Wie aus dem Nichts tauchten von allen Seiten die Männer auf und schrien: »Was ist hier los?« – »Fährt der Korb wieder?« – »Wollen die da oben uns verarschen? Wir sollten doch im Warndt ausfahren, oder?«
Bonhoff gesellte sich unauffällig dazu und brüllte mit. Erleichtert stellte er fest, dass weder Remmark noch Tremante bemerkt hatten, dass er ihr Gespräch mitgehört hatte.
*
Langsam wurde die Arbeitsbühne angehoben. Schnur wechselte einen Blick mit dem Gerichtsmediziner, der sich ebenfalls verkrampft am Geländer festhielt, während sie immer höher und höher fuhren. Nebel stand in der Luft, sodass ihre Sicht lediglich über das Grubengelände reichte, auf dem alles in trostlosem Grau, Braun und Schwarz schimmerte.
Endlich gelangten sie an die Seilscheibe am oberen Ende des Förderturms, zu der Stelle, an der der Tote unter dem Stahlseil eingeklemmt war.
Zunächst konnte Schnur nichts einordnen. Dunkelrot, Dunkelgrün und Dunkelbraun vermischt mit Weiß und Gelb, verschlungen mit rostigem Metall und Stahl offenbarten sich vor seinen Augen. Bis er endlich verstand. Der Tote war regelrecht zerquetscht worden, sodass Haut, Knochen, Organe und Fettgewebe an beiden Seiten des Stahlseils auf der Seilscheibe herausquollen.

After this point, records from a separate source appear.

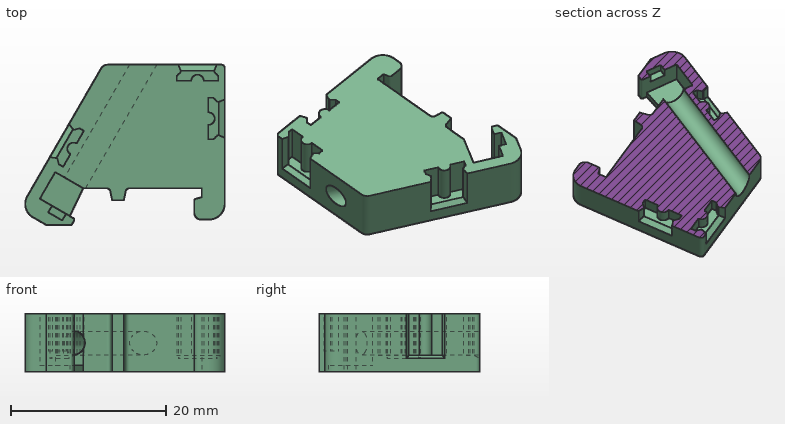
import cadquery as cq
import math

LENGTH = 25.75
HEIGHT = 20.7
THICKNESS = 7.5

SLOPE_ANGLE = 60.0
SLOPE = math.radians(SLOPE_ANGLE)
ALONG = (math.cos(SLOPE), math.sin(SLOPE))
INWARD = (math.sin(SLOPE), -math.cos(SLOPE))
HEEL_RADIUS = 1.98
HEEL_FLAT_START = 2.73
SLOPE_TOP_RADIUS = 1.08
TOP_CORNER_RADIUS = 0.46

UNDERSIDE_Y = 4.74
TOOTH_CENTER = 11.97
TOOTH_TIP_Y = 3.2
TOOTH_TIP_WIDTH = 1.55
TOOTH_ROOT_WIDTH = 2.15
TOOTH_ROOT_RADIUS = 0.5
FOOT_NECK_X = 22.75
FOOT_NECK_Y = 3.6
FOOT_TOE_X = 21.78
FOOT_TOE_Y = 3.35
FOOT_BOTTOM_Y = 0.7
FOOT_TOE_RADIUS = 0.3
FOOT_INNER_RADIUS = 0.9
FOOT_OUTER_RADIUS = 2.05

POCKET_WALL = 1.57
POCKET_DEPTH = 4.48
POCKET_WIDTH = 3.96
POCKET_START = 2.52
POCKET_FLOOR = 0.85
LIP_LENGTH = 0.77
LIP_RADIUS = 0.23
NOTCH_WIDTH = 2.08
NOTCH_DEPTH = 0.98
NOTCH_FLOOR = 2.7
SCREW_OFFSET = 2.85
SCREW_RADIUS = 1.52

MOUTH_WIDTH = 4.95
THROAT_WIDTH = 4.3
SLOT_WIDTH = 5.35
MOUTH_DEPTH = 0.8
SHOULDER_DEPTH = 0.95
SLOT_DEPTH = 2.1
MOUTH_FLOOR = 1.78
SLOT_FLOOR = 2.15
RIB_RADIUS = 0.8
TOP_SLOT_X = 22.21
SIDE_SLOT_Y = 13.72
SLOPE_SLOT_POSITION = 10.27

heel_center_y = (HEEL_RADIUS * (1 - ALONG[0]) + HEEL_FLAT_START * ALONG[0]) / ALONG[1]
heel_corner = (
    HEEL_RADIUS - HEEL_RADIUS * (INWARD[0] + ALONG[0]),
    heel_center_y - HEEL_RADIUS * (INWARD[1] + ALONG[1]),
)


def slope_point(along, inward):
    """Point given along and square to the slope, measured from the heel corner."""
    return (
        heel_corner[0] + along * ALONG[0] + inward * INWARD[0],
        heel_corner[1] + along * ALONG[1] + inward * INWARD[1],
    )


def make_body():
    mouth = POCKET_WALL + POCKET_DEPTH
    lip_root = slope_point(POCKET_START, mouth)
    lip_tip = slope_point(POCKET_START, mouth + LIP_LENGTH)
    lip_bottom = (lip_tip[0] - lip_tip[1] / math.tan(SLOPE), 0)
    pocket_x, pocket_y = slope_point(POCKET_START + POCKET_WIDTH, POCKET_WALL)
    mouth_top = (pocket_x + (pocket_y - UNDERSIDE_Y) * math.tan(SLOPE), UNDERSIDE_Y)
    slope_top = (heel_corner[0] + (HEIGHT - heel_corner[1]) / math.tan(SLOPE), HEIGHT)
    foot_toe = (FOOT_TOE_X, FOOT_TOE_Y)
    foot_inner = (FOOT_TOE_X, FOOT_BOTTOM_Y)
    foot_outer = (LENGTH, FOOT_BOTTOM_Y)
    top_corner = (LENGTH, HEIGHT)
    tooth_roots = [(TOOTH_CENTER + side * TOOTH_ROOT_WIDTH / 2, UNDERSIDE_Y) for side in (-1, 1)]
    tooth_tips = [(TOOTH_CENTER + side * TOOTH_TIP_WIDTH / 2, TOOTH_TIP_Y) for side in (-1, 1)]

    outline = [
        heel_corner,
        (HEEL_FLAT_START, 0),
        lip_bottom,
        lip_tip,
        lip_root,
        mouth_top,
        tooth_roots[0],
        tooth_tips[0],
        tooth_tips[1],
        tooth_roots[1],
        (FOOT_NECK_X, UNDERSIDE_Y),
        (FOOT_NECK_X, FOOT_NECK_Y),
        foot_toe,
        foot_inner,
        foot_outer,
        top_corner,
        slope_top,
    ]
    rounded_corners = [
        (heel_corner, HEEL_RADIUS),
        (lip_bottom, LIP_RADIUS),
        (lip_tip, LIP_RADIUS),
        (tooth_roots[0], TOOTH_ROOT_RADIUS),
        (tooth_roots[1], TOOTH_ROOT_RADIUS),
        (foot_toe, FOOT_TOE_RADIUS),
        (foot_inner, FOOT_INNER_RADIUS),
        (foot_outer, FOOT_OUTER_RADIUS),
        (top_corner, TOP_CORNER_RADIUS),
        (slope_top, SLOPE_TOP_RADIUS),
    ]
    body = cq.Workplane("XY").polyline(outline).close().extrude(THICKNESS)
    for (x, y), radius in rounded_corners:
        corner_edge = cq.selectors.NearestToPointSelector((x, y, THICKNESS / 2))
        body = body.edges("|Z").edges(corner_edge).fillet(radius)
    return body


def slope_box(along, inward, width, depth, floor):
    """Cutter aligned with the slope, from its floor to the top face."""
    corners = [
        slope_point(along, inward),
        slope_point(along + width, inward),
        slope_point(along + width, inward + depth),
        slope_point(along, inward + depth),
    ]
    return cq.Workplane("XY", origin=(0, 0, floor)).polyline(corners).close().extrude(THICKNESS - floor)


def make_clamp_cutter():
    pocket = slope_box(POCKET_START, POCKET_WALL, POCKET_WIDTH, POCKET_DEPTH, POCKET_FLOOR)
    screw_inward = POCKET_WALL + SCREW_OFFSET
    notch_inward = screw_inward - NOTCH_WIDTH / 2
    notch_start = POCKET_START - NOTCH_DEPTH
    notch = slope_box(notch_start, notch_inward, NOTCH_DEPTH, NOTCH_WIDTH, NOTCH_FLOOR)

    start_x, start_y = slope_point(POCKET_START + POCKET_WIDTH, screw_inward)
    screw_plane = cq.Plane(
        origin=(start_x, start_y, THICKNESS / 2), xDir=(0, 0, 1), normal=(*ALONG, 0)
    )
    screw_hole = cq.Workplane(screw_plane).circle(SCREW_RADIUS).extrude(HEIGHT)
    return pocket.union(notch).union(screw_hole)


def make_slot_cutter():
    """Marker slot with its mouth centred on the origin, cutting toward -Y."""
    mouth = (
        cq.Workplane("XY")
        .polyline([
            (-MOUTH_WIDTH / 2, 0),
            (MOUTH_WIDTH / 2, 0),
            (THROAT_WIDTH / 2, -MOUTH_DEPTH),
            (-THROAT_WIDTH / 2, -MOUTH_DEPTH),
        ])
        .close()
        .extrude(THICKNESS)
    )
    sloping_floor = (
        cq.Workplane("YZ")
        .polyline([
            (0, MOUTH_FLOOR),
            (-MOUTH_DEPTH, SLOT_FLOOR),
            (-MOUTH_DEPTH, THICKNESS),
            (0, THICKNESS),
        ])
        .close()
        .extrude(MOUTH_WIDTH / 2, both=True)
    )
    shoulder_end = SHOULDER_DEPTH + (SLOT_WIDTH - THROAT_WIDTH) / 2
    inner = (
        cq.Workplane("XY", origin=(0, 0, SLOT_FLOOR))
        .moveTo(-THROAT_WIDTH / 2, -MOUTH_DEPTH)
        .lineTo(-THROAT_WIDTH / 2, -SHOULDER_DEPTH)
        .lineTo(-SLOT_WIDTH / 2, -shoulder_end)
        .lineTo(-SLOT_WIDTH / 2, -SLOT_DEPTH)
        .lineTo(-RIB_RADIUS, -SLOT_DEPTH)
        .threePointArc((0, RIB_RADIUS - SLOT_DEPTH), (RIB_RADIUS, -SLOT_DEPTH))
        .lineTo(SLOT_WIDTH / 2, -SLOT_DEPTH)
        .lineTo(SLOT_WIDTH / 2, -shoulder_end)
        .lineTo(THROAT_WIDTH / 2, -SHOULDER_DEPTH)
        .lineTo(THROAT_WIDTH / 2, -MOUTH_DEPTH)
        .close()
        .extrude(THICKNESS - SLOT_FLOOR)
    )
    return mouth.intersect(sloping_floor).union(inner)


slot_places = [
    ((TOP_SLOT_X, HEIGHT), 0),
    ((LENGTH, SIDE_SLOT_Y), -90),
    (slope_point(SLOPE_SLOT_POSITION, 0), SLOPE_ANGLE),
]

result = make_body().cut(make_clamp_cutter())
slot_cutter = make_slot_cutter()
for (slot_x, slot_y), turn in slot_places:
    placed_slot = slot_cutter.rotate((0, 0, 0), (0, 0, 1), turn).translate((slot_x, slot_y, 0))
    result = result.cut(placed_slot)
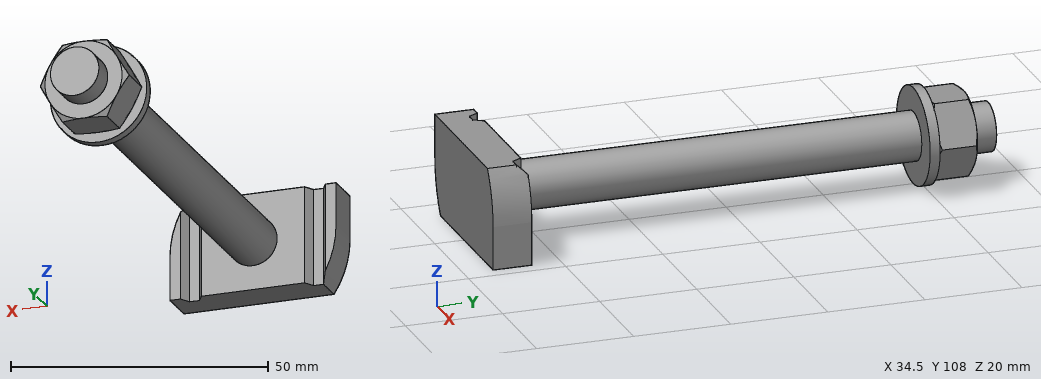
import cadquery as cq
import math

bolt_length = 108.0
shank_diameter = 10.0

head_width = 34.5
head_height = 20.0
head_thickness = 8.0
corner_radius = head_height
arc_start_offset = 1.1

groove_offset = 12.9
groove_top_width = 4.3
groove_floor_width = 2.0
groove_depth = 2.0

washer_diameter = 20.0
washer_thickness = 2.0
nut_across_flats = 16.0
nut_thickness = 8.4
nut_chamfer_angle = 30.0
thread_protrusion = 5.0

head_front = -bolt_length / 2
head_back = head_front + head_thickness
bolt_end = bolt_length / 2
nut_back = bolt_end - thread_protrusion
nut_front = nut_back - nut_thickness
washer_front = nut_front - washer_thickness


def prism_along_y(sketch, y_start, length):
    """Extrude an outline drawn in X-Z toward +Y, starting at y_start."""
    return sketch.extrude(-length).translate((0, y_start, 0))


def rod(diameter, y_start, length):
    return prism_along_y(cq.Workplane("XZ").circle(diameter / 2), y_start, length)


def make_head_blank():
    half_width = head_width / 2
    half_height = head_height / 2
    arc_height = half_height + arc_start_offset
    arc_angle = math.asin(arc_height / corner_radius)

    def arc_inset(angle):
        return corner_radius * (1 - math.cos(angle))

    tip_x = half_width - arc_inset(arc_angle)
    mid_x = half_width - arc_inset(arc_angle / 2)
    mid_z = corner_radius * math.sin(arc_angle / 2) - arc_start_offset
    outline = (
        cq.Workplane("XZ")
        .moveTo(-half_width, half_height)
        .lineTo(tip_x, half_height)
        .threePointArc((mid_x, mid_z), (half_width, -arc_start_offset))
        .lineTo(half_width, -half_height)
        .lineTo(-tip_x, -half_height)
        .threePointArc((-mid_x, -mid_z), (-half_width, arc_start_offset))
        .close()
    )
    return prism_along_y(outline, head_front, head_thickness)


def make_groove(x_center):
    floor = head_back - groove_depth
    return (
        cq.Workplane("XY")
        .polyline([
            (x_center - groove_top_width / 2, head_back),
            (x_center - groove_floor_width / 2, floor),
            (x_center + groove_floor_width / 2, floor),
            (x_center + groove_top_width / 2, head_back),
        ])
        .close()
        .extrude(head_height / 2, both=True)
    )


def make_bolt():
    bolt = make_head_blank()
    for side in (-1, 1):
        bolt = bolt.cut(make_groove(side * groove_offset))
    return bolt.union(rod(shank_diameter, head_back, bolt_length - head_thickness))


def make_washer():
    disc = rod(washer_diameter, washer_front, washer_thickness)
    return disc.cut(rod(shank_diameter, washer_front, washer_thickness))


def make_nut():
    across_corners = nut_across_flats / math.cos(math.pi / 6)
    hex_radius = across_corners / 2
    flat_radius = nut_across_flats / 2
    chamfer_height = (hex_radius - flat_radius) * math.tan(math.radians(nut_chamfer_angle))
    hexagon = prism_along_y(cq.Workplane("XZ").polygon(6, across_corners), nut_front, nut_thickness)
    envelope = (
        cq.Workplane("XY")
        .polyline([
            (0, nut_front),
            (flat_radius, nut_front),
            (hex_radius, nut_front + chamfer_height),
            (hex_radius, nut_back - chamfer_height),
            (flat_radius, nut_back),
            (0, nut_back),
        ])
        .close()
        .revolve(360, (0, 0, 0), (0, 1, 0))
    )
    return hexagon.intersect(envelope).cut(rod(shank_diameter, nut_front, nut_thickness))


bolt = make_bolt()
washer = make_washer()
nut = make_nut()

result = cq.Compound.makeCompound([bolt.val(), washer.val(), nut.val()])
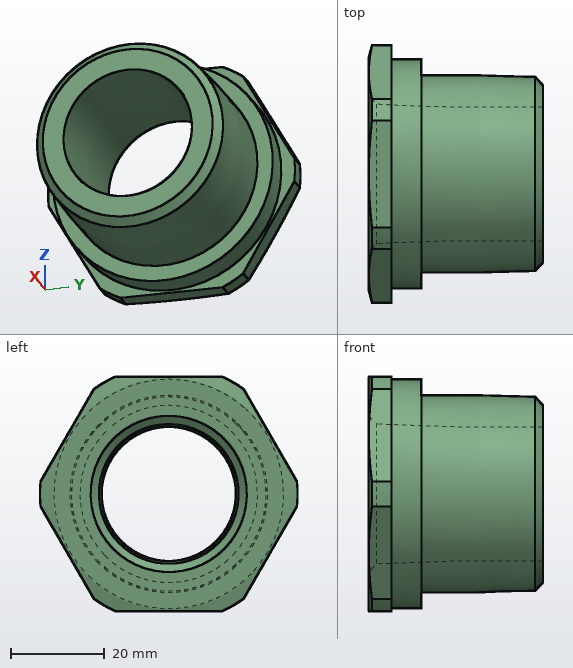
import cadquery as cq
import math

across_flats = 50.0
across_corners = 54.95
head_length = 4.95
head_face_radius = 24.7
head_bevel_angle = 15.0

collar_radius = 24.45
collar_end = 11.25
barrel_radius = 21.05
barrel_end = 23.65
nose_radius = 20.7
nose_end = 35.5
tip_radius = 18.9
total_length = 37.2

mouth_radius = 16.65
bore_entry_radius = 14.9
bore_exit_radius = 14.3
bore_taper_end = 19.0
countersink_depth = mouth_radius - bore_entry_radius


def revolve_about_x(profile):
    """Revolve a closed list of (x, radius) points about the X axis."""
    return cq.Workplane("XZ").polyline(profile).close().revolve(360, (0, 0, 0), (1, 0, 0))


def make_head():
    """Hexagon with flats facing Z, rounded corners and a beveled front rim."""
    hexagon_diameter = across_flats / math.cos(math.pi / 6)
    hexagon = cq.Workplane("YZ").polygon(6, hexagon_diameter).extrude(head_length)
    corner_trim = cq.Workplane("YZ").circle(across_corners / 2).extrude(head_length)
    rim_radius = hexagon_diameter / 2
    bevel_depth = (rim_radius - head_face_radius) * math.tan(math.radians(head_bevel_angle))
    bevel_envelope = revolve_about_x([
        (0, 0),
        (0, head_face_radius),
        (bevel_depth, rim_radius),
        (head_length, rim_radius),
        (head_length, 0),
    ])
    return hexagon.intersect(corner_trim).intersect(bevel_envelope)


def make_body():
    """Collar, straight barrel, tapered nose and chamfered tip."""
    return revolve_about_x([
        (0, 0),
        (0, collar_radius),
        (collar_end, collar_radius),
        (collar_end, barrel_radius),
        (barrel_end, barrel_radius),
        (nose_end, nose_radius),
        (total_length, tip_radius),
        (total_length, 0),
    ])


def make_bore():
    """Countersunk mouth then a slight taper, then a straight bore to the tip."""
    return revolve_about_x([
        (0, 0),
        (0, mouth_radius),
        (countersink_depth, bore_entry_radius),
        (bore_taper_end, bore_exit_radius),
        (total_length, bore_exit_radius),
        (total_length, 0),
    ])


result = make_head().union(make_body()).cut(make_bore())
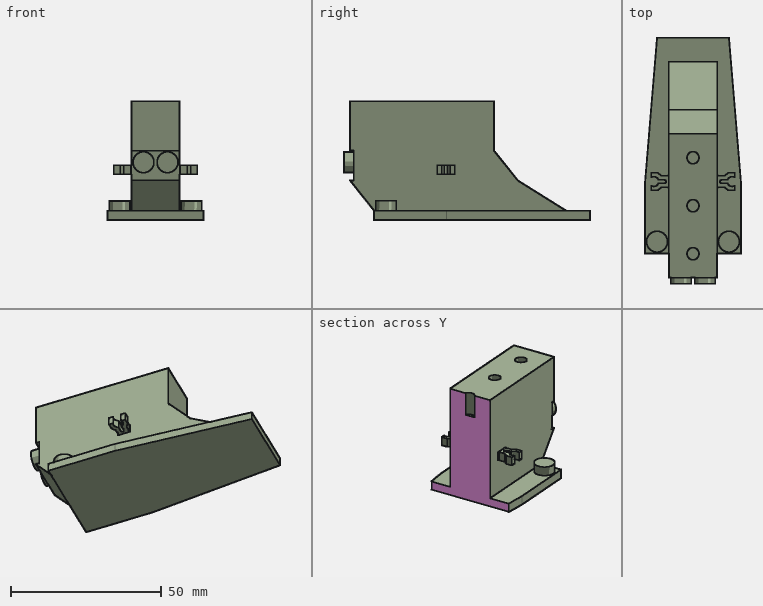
import cadquery as cq

plate_width = 32.0
plate_back_width = 24.0
plate_length = 72.0
plate_straight_length = 24.0
plate_thickness = 3.2

body_width = plate_width / 2
body_height = 39.6
body_overhang = body_width / 2
body_back_top = 40.0
body_knee_y = 48.0
body_toe_y = 64.0
shoulder_z = 23.1
knee_z = 13.2

recess_depth = 1.2

stud_diameter = 7.0
stud_height = plate_thickness
plate_stud_x = 12.0
plate_stud_y = 4.0
front_stud_x = body_width / 4
front_stud_z = 19.3
front_stud_tip_y = -10.0

hole_diameter = 4.0
hole_pitch = 16.0
hole_count = 3
hole_depth = 8.0

clip_y = plate_straight_length
clip_bottom = 15.25
clip_height = 3.0
clip_reach = 6.0
clip_half_width = 2.95
clip_neck_half_width = 2.0
clip_neck_length = 2.55
clip_jaw_start = 3.8
clip_bore_radius = 1.6
clip_bore_inset = 0.9
clip_slot_width = 1.1
clip_slot_start = 1.0
clip_slot_corner_radius = 0.5
clip_root_flare = 0.3


def make_plate():
    half = plate_width / 2
    back_half = plate_back_width / 2
    outline = [
        (-half, 0),
        (half, 0),
        (half, plate_straight_length),
        (back_half, plate_length),
        (-back_half, plate_length),
        (-half, plate_straight_length),
    ]
    return cq.Workplane("XY").polyline(outline).close().extrude(plate_thickness)


def make_body():
    recess_y = recess_depth - body_overhang
    outline = [
        (0, plate_thickness),
        (-body_overhang, knee_z),
        (recess_y, knee_z),
        (recess_y, shoulder_z),
        (-body_overhang, shoulder_z),
        (-body_overhang, body_height),
        (body_back_top, body_height),
        (body_back_top, shoulder_z),
        (body_knee_y, knee_z),
        (body_toe_y, plate_thickness),
    ]
    profile = cq.Workplane("YZ").polyline(outline).close()
    return profile.extrude(body_width / 2, both=True)


def make_plate_stud(x):
    base = cq.Workplane("XY").center(x, plate_stud_y)
    return base.circle(stud_diameter / 2).extrude(plate_thickness + stud_height)


def make_front_stud(x):
    tip = cq.Workplane("XZ", origin=(x, front_stud_tip_y, front_stud_z))
    return tip.circle(stud_diameter / 2).extrude(-stud_diameter)


def make_clip(side):
    root_half_width = clip_neck_half_width + clip_root_flare
    outline = [
        (0, -root_half_width),
        (clip_root_flare, -clip_neck_half_width),
        (clip_neck_length, -clip_neck_half_width),
        (clip_jaw_start, -clip_half_width),
        (clip_reach, -clip_half_width),
        (clip_reach, clip_half_width),
        (clip_jaw_start, clip_half_width),
        (clip_neck_length, clip_neck_half_width),
        (clip_root_flare, clip_neck_half_width),
        (0, root_half_width),
    ]
    bore_x = clip_reach - clip_bore_inset
    slot_length = bore_x - clip_slot_start
    clip = cq.Workplane("XY").polyline(outline).close().extrude(clip_height)
    bore = cq.Workplane("XY").center(bore_x, 0).circle(clip_bore_radius).extrude(clip_height)
    slot = (
        cq.Workplane("XY")
        .center(clip_slot_start + slot_length / 2, 0)
        .rect(slot_length, clip_slot_width)
        .extrude(clip_height)
        .edges("|Z and <X")
        .fillet(clip_slot_corner_radius)
    )
    clip = clip.cut(bore).cut(slot).translate((body_width / 2, clip_y, clip_bottom))
    return clip if side > 0 else clip.mirror("YZ")


result = make_plate().union(make_body())
for side in (-1, 1):
    result = result.union(make_plate_stud(side * plate_stud_x))
    result = result.union(make_front_stud(side * front_stud_x))
    result = result.union(make_clip(side))

hole_centres = [(0, index * hole_pitch) for index in range(hole_count)]
holes = (
    cq.Workplane("XY", origin=(0, 0, body_height))
    .pushPoints(hole_centres)
    .circle(hole_diameter / 2)
    .extrude(-hole_depth)
)
result = result.cut(holes)

Dr. Wolbert gab einige Anweisungen, woraufhin die Mitarbeiter des Labors begannen, die Einzelteile behutsam in Säcke zu verstauen. Währenddessen suchten die beiden Kollegen der Spusi den Teil des Stahlseils ab, den sie von ihrem Standort aus erreichen konnten.
Schnur fühlte sich deplatziert. Schon das zweite Mal in dieser kurzen Zeit. Warum stand er in vierzig Metern Höhe – mit Höhenangst – bei einem Toten, der nicht mehr als solcher zu erkennen war? Mit Mühe überwand er sich und stellte Wolbert seine erste Frage: »Kannst du herausfinden, ob das Opfer noch gelebt hat, bevor es zwischen Stahlseil und Seilscheibe geraten ist?«
»Ich denke schon«, antwortete der Gerichtsmediziner. »Das Opfer ist nicht total zerstückelt. Es gibt unversehrte Teile, an denen ich verwertbare Spuren finden kann. Nur …«
»Nur was?«
»Ich finde den Kopf nicht.«
Gleichzeitig mit Wolbert richtete er seinen Blick nach unten. Dort sahen sie die Plane, die von anderen Mitarbeitern der Spurensicherung und dem Labor schon vor einer Weile aufgespannt worden war, um herabfallende Körperteile des Opfers aufzufangen.